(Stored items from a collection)
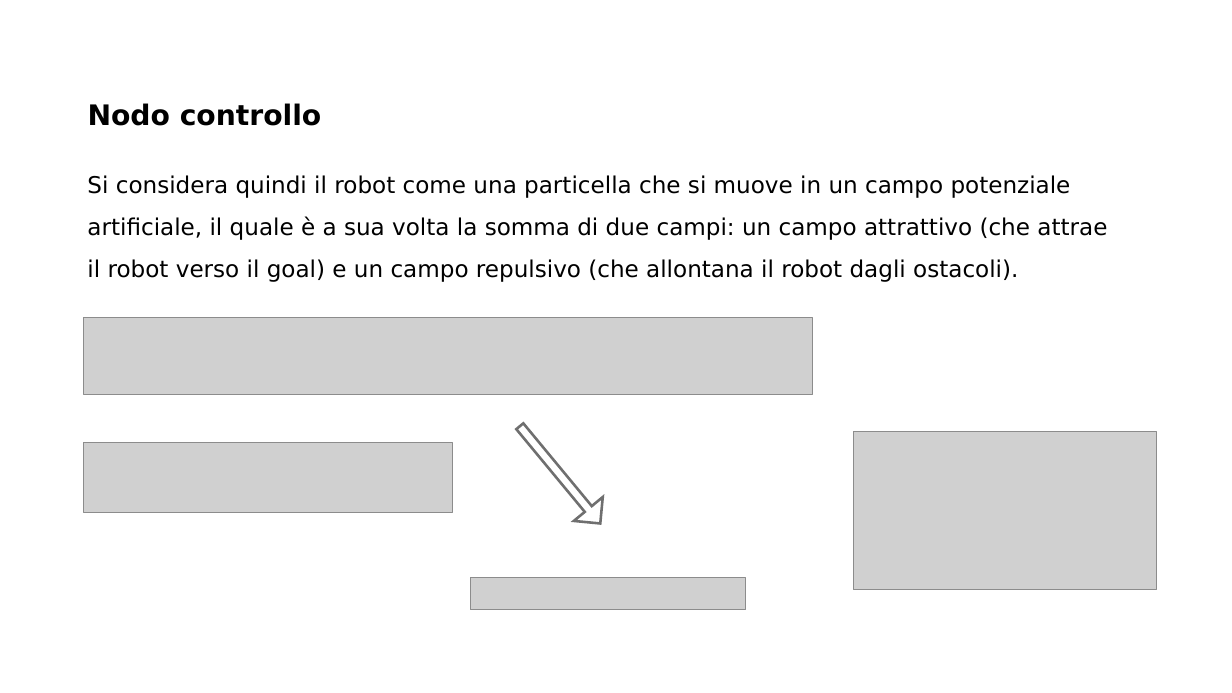
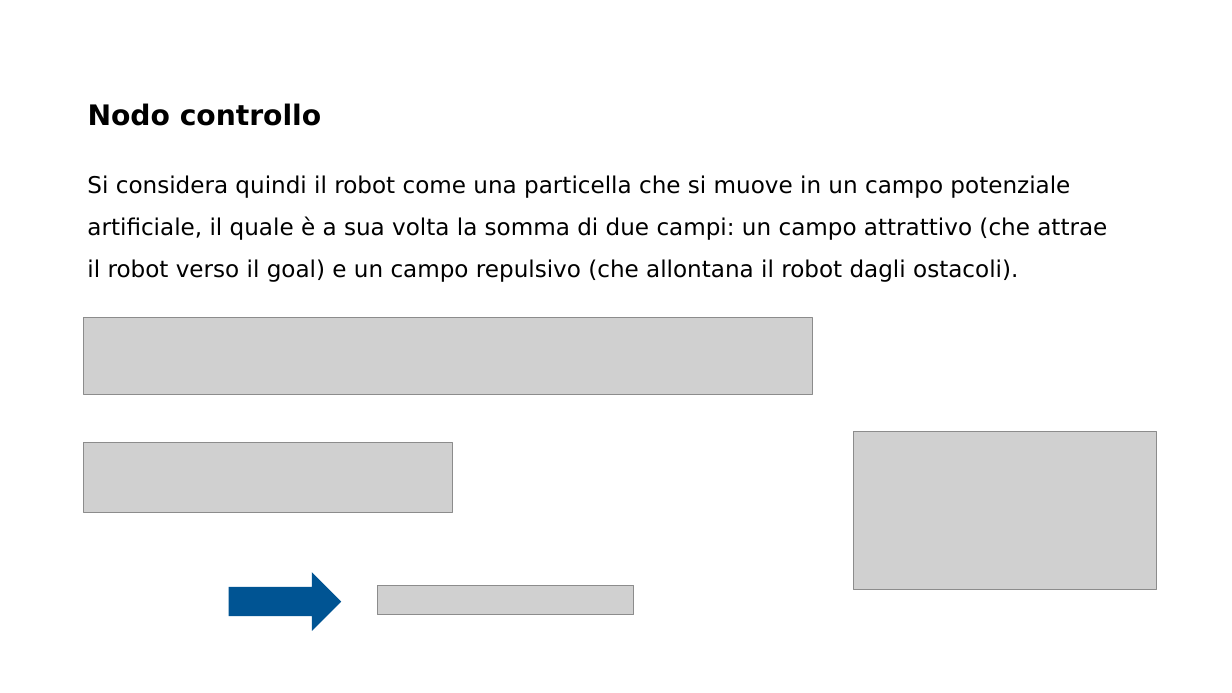
Before and after one commit to MarcoMinarelli/Rover_LabAuto, a slide deck: slide 8 of Presentazione LabAuto.pptx. Drawn at 1232x693 pixels with LibreOffice and Linux fonts; fonts in the diff are those of the drawing; grey boxes stand for pictures; background and template pictures are left out. Boxes give left, top, right and bottom in pixels: in the first picture for what was removed or moved away, otherwise in the second. Text is boxed around its words. In the diff, an @@ line names an element or a change of style, - is before the commit and + after.

```diff
--- a/Presentazione LabAuto.pptx
+++ b/Presentazione LabAuto.pptx
@@ down arrow removed at (506,415,616,536) @@
@@ right arrow added at (229,572,342,631), fill #005493 @@
@@ picture: place and size @@
-picture at (470,578,746,610)
+picture at (377,585,634,615)
```
Also in this commit, not shown: 14 other slides changed.
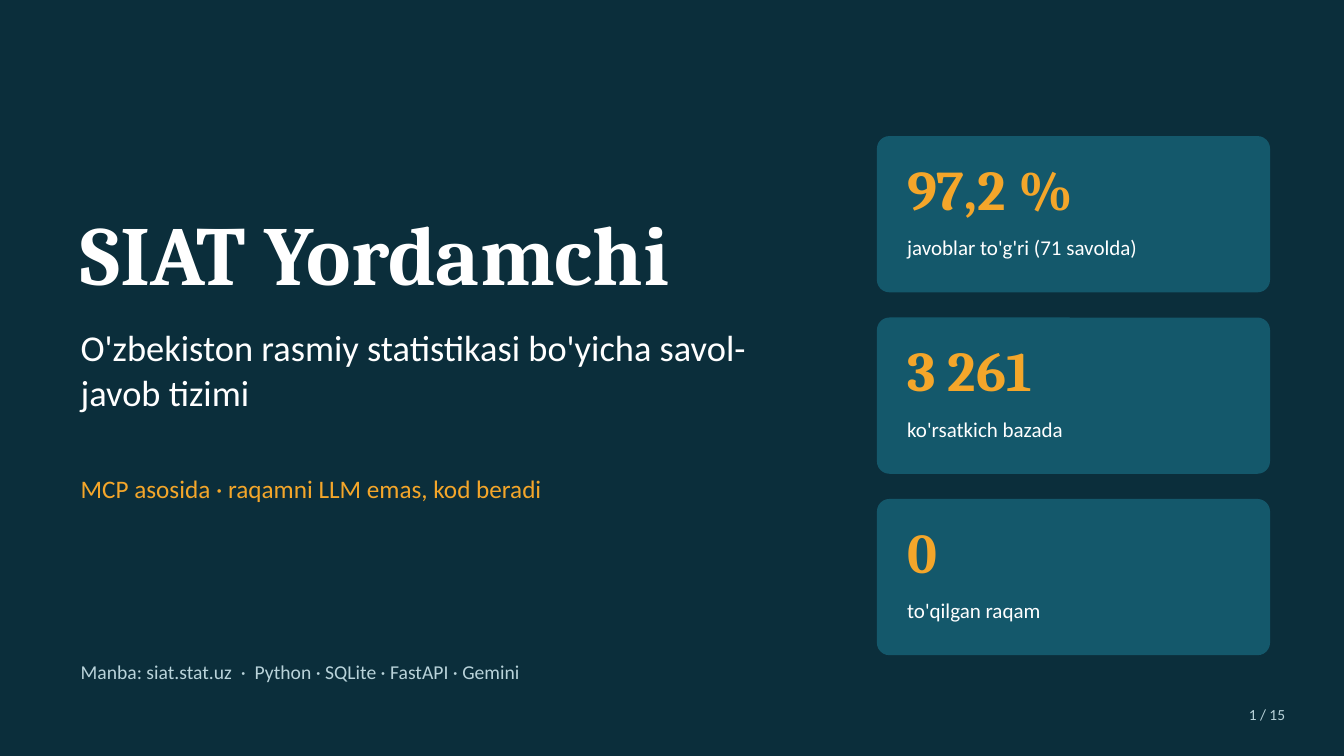
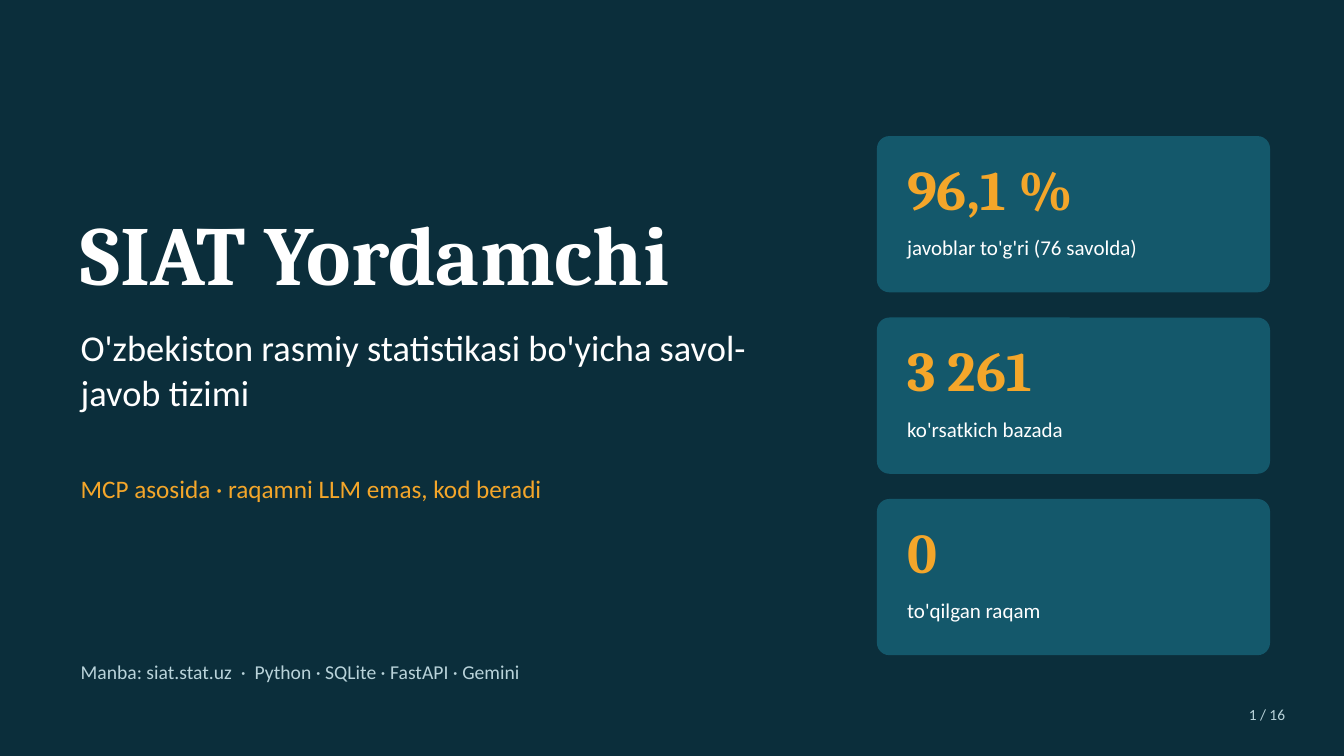
Before and after one commit to shaxzodr562-lab/MCP, a slide deck: slide 1 of SIAT_Yordamchi_taqdimot.pptx. Drawn at 1344x756 pixels with LibreOffice and Linux fonts; fonts in the diff are those of the drawing. Boxes give left, top, right and bottom in pixels: in the first picture for what was removed or moved away, otherwise in the second. Text is boxed around its words. In the diff, an @@ line names an element or a change of style, - is before the commit and + after.

```diff
--- a/SIAT_Yordamchi_taqdimot.pptx
+++ b/SIAT_Yordamchi_taqdimot.pptx
@@ text at bbox=[907, 172, 1006, 218]: text changed @@
-97,2 %
+96,1 %
@@ text at bbox=[907, 240, 1137, 259]: text changed @@
-javoblar to'g'ri (71 savolda)
+javoblar to'g'ri (76 savolda)
@@ text at bbox=[1249, 709, 1285, 720]: text changed @@
-1 / 15
+1 / 16
```
Also in this commit, not shown: 14 other slides changed, 1 slide added, 19 other files.

- Exercise brief:
How many lines in the records contain the word "savolda"? Answer with the number alone.

- Response area:
2